_TASK OBJECTIVE_. For the entries below, the expected answer is the line with "window_top_z = 1.33", the line with "latch_rise = 0.24", and every line between them, exactly as written, and nothing more.

(Data entries)

************

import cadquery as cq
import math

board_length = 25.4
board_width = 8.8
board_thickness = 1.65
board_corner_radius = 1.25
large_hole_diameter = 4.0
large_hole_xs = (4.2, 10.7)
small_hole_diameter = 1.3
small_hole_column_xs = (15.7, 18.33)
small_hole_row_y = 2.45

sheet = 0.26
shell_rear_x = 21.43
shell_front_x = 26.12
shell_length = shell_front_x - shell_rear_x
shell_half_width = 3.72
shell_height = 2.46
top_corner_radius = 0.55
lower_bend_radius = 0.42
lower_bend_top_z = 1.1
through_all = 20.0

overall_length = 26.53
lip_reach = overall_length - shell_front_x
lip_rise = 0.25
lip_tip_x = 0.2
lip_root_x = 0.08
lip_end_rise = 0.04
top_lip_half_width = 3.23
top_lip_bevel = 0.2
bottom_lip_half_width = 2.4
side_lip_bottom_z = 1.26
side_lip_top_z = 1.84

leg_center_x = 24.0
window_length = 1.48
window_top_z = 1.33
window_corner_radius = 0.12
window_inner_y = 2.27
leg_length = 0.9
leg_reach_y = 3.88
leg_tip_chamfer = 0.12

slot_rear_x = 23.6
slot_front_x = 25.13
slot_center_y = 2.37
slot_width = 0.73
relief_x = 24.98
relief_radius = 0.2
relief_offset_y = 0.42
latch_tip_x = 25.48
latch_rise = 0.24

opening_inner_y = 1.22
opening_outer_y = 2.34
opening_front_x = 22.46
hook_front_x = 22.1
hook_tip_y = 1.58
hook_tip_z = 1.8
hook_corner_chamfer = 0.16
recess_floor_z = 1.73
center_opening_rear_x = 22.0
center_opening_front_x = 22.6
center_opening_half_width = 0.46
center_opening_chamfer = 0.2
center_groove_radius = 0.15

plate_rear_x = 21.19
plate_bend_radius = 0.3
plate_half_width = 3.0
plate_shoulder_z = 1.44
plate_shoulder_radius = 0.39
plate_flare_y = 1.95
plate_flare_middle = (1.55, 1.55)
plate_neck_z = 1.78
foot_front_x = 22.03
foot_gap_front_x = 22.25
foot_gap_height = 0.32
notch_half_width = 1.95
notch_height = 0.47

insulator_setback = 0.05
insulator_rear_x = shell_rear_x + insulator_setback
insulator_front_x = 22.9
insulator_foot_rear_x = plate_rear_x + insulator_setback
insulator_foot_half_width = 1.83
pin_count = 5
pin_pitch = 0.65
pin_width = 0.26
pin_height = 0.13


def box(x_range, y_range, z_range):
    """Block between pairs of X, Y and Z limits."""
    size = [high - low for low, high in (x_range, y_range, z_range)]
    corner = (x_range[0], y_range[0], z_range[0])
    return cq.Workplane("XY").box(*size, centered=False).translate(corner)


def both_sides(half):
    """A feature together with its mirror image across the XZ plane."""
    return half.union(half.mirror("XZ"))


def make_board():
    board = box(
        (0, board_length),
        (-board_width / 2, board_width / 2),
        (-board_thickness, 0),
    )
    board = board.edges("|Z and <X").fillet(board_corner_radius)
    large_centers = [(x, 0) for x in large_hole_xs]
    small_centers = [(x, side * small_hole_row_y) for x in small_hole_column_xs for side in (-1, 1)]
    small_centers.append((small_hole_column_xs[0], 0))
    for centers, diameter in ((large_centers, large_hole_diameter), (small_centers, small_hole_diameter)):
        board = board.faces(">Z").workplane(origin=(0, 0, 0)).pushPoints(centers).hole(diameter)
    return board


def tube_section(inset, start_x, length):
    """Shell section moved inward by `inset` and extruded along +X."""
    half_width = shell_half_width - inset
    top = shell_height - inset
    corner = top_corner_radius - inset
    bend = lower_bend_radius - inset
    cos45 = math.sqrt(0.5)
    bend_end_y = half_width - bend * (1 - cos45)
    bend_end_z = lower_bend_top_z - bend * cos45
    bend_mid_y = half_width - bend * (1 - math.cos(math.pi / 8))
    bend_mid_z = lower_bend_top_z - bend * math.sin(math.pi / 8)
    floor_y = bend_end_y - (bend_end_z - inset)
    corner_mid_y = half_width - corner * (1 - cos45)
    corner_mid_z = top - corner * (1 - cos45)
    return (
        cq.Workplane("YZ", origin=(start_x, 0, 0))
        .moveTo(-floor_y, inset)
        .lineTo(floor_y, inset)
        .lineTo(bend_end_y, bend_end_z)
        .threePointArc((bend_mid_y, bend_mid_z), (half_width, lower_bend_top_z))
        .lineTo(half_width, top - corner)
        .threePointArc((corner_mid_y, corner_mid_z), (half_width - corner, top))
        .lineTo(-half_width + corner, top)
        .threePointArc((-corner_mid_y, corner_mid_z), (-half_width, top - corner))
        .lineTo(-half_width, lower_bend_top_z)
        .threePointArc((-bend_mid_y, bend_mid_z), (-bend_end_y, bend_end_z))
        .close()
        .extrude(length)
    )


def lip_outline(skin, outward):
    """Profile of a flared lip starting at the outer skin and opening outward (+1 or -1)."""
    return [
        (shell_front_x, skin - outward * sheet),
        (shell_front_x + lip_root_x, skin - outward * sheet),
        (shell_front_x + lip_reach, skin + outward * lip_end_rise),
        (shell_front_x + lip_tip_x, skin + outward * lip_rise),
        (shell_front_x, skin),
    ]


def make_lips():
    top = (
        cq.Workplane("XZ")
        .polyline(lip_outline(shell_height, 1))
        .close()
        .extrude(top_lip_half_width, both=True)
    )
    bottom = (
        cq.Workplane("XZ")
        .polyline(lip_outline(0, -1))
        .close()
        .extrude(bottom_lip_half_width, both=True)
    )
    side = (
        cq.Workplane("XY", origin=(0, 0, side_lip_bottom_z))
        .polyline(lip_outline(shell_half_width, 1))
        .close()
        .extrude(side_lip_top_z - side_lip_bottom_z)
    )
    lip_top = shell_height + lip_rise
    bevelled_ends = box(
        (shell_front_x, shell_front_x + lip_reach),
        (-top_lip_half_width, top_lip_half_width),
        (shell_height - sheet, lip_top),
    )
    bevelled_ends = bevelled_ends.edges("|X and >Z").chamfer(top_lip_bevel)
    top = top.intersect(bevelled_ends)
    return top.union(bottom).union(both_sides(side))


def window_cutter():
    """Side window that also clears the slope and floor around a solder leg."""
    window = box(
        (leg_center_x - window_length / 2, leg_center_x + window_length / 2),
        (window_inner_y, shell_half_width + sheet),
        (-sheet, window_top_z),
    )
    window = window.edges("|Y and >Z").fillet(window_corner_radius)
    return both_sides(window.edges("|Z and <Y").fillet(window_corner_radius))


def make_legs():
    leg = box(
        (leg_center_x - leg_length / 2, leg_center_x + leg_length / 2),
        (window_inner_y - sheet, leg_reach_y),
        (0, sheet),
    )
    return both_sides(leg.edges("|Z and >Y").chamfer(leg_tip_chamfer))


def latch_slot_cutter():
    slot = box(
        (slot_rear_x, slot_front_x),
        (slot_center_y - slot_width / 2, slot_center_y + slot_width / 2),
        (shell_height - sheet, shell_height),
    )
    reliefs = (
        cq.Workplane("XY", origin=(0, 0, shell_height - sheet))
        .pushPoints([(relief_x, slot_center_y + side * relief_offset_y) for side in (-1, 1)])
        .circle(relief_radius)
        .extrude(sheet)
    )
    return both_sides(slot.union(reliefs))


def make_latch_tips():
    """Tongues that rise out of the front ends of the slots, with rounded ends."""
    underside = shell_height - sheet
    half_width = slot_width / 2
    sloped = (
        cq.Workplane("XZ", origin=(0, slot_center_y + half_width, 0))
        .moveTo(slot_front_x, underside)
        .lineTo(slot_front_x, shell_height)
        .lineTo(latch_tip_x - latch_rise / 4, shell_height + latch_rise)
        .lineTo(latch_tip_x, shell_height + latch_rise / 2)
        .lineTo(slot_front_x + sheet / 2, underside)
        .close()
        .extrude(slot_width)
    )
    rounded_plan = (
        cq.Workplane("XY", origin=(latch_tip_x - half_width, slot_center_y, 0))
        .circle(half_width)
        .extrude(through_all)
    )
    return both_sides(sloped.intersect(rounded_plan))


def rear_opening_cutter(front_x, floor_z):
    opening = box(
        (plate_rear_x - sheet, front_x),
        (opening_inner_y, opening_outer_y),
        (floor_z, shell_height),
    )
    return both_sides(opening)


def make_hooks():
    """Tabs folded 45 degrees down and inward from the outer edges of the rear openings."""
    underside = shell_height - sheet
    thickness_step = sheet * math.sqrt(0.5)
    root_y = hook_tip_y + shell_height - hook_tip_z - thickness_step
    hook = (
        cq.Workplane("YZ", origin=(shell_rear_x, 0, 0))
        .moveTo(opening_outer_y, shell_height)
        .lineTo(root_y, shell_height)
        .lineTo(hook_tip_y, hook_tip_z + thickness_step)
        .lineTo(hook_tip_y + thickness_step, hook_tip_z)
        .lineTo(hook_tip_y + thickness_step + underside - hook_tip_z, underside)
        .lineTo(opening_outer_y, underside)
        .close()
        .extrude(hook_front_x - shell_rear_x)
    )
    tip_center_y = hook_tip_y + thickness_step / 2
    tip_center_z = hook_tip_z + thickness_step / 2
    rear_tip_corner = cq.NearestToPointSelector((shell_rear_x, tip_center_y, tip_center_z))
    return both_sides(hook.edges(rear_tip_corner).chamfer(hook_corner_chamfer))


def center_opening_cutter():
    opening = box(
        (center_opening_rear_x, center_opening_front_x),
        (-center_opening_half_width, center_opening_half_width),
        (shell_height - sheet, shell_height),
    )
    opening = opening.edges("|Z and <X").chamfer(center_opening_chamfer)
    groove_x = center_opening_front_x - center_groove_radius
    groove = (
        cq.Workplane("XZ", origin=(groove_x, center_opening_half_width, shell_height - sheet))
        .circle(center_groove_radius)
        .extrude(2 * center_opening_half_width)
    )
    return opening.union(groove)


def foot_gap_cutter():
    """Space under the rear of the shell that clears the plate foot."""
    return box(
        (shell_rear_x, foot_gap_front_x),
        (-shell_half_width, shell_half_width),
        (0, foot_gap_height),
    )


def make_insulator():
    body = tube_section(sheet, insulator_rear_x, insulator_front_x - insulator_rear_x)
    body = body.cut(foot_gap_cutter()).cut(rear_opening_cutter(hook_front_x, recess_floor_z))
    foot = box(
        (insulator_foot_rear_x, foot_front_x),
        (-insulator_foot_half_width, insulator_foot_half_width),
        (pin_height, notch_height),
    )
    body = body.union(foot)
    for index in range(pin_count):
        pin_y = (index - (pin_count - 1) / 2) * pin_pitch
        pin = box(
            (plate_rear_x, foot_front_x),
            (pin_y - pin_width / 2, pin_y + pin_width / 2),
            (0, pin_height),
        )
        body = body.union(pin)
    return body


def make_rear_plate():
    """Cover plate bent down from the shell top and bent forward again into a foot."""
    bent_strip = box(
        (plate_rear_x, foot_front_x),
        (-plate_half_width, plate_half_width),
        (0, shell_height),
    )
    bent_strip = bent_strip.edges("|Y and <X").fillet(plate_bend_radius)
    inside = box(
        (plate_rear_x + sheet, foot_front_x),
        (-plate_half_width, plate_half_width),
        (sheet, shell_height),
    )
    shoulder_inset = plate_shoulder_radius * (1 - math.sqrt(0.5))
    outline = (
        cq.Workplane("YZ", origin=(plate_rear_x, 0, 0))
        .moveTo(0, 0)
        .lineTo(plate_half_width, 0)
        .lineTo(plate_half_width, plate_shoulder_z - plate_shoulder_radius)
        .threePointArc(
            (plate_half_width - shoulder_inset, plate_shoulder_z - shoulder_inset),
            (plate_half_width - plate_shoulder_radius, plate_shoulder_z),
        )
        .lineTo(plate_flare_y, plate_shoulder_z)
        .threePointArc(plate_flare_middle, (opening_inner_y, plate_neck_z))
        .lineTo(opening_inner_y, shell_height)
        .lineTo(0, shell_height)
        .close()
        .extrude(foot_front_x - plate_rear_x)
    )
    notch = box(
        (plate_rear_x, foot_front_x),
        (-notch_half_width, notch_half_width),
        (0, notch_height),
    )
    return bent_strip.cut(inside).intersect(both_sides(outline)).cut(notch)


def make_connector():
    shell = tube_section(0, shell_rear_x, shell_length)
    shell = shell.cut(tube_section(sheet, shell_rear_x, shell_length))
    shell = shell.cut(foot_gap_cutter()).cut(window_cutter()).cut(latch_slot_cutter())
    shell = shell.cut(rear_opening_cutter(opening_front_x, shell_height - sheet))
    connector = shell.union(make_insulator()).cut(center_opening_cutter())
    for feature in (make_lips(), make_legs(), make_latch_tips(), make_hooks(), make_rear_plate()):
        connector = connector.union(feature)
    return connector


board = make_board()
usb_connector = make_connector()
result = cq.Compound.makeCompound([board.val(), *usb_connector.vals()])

************

_EXERCISE OUTPUT_.
window_top_z = 1.33
window_corner_radius = 0.12
window_inner_y = 2.27
leg_length = 0.9
leg_reach_y = 3.88
leg_tip_chamfer = 0.12

slot_rear_x = 23.6
slot_front_x = 25.13
slot_center_y = 2.37
slot_width = 0.73
relief_x = 24.98
relief_radius = 0.2
relief_offset_y = 0.42
latch_tip_x = 25.48
latch_rise = 0.24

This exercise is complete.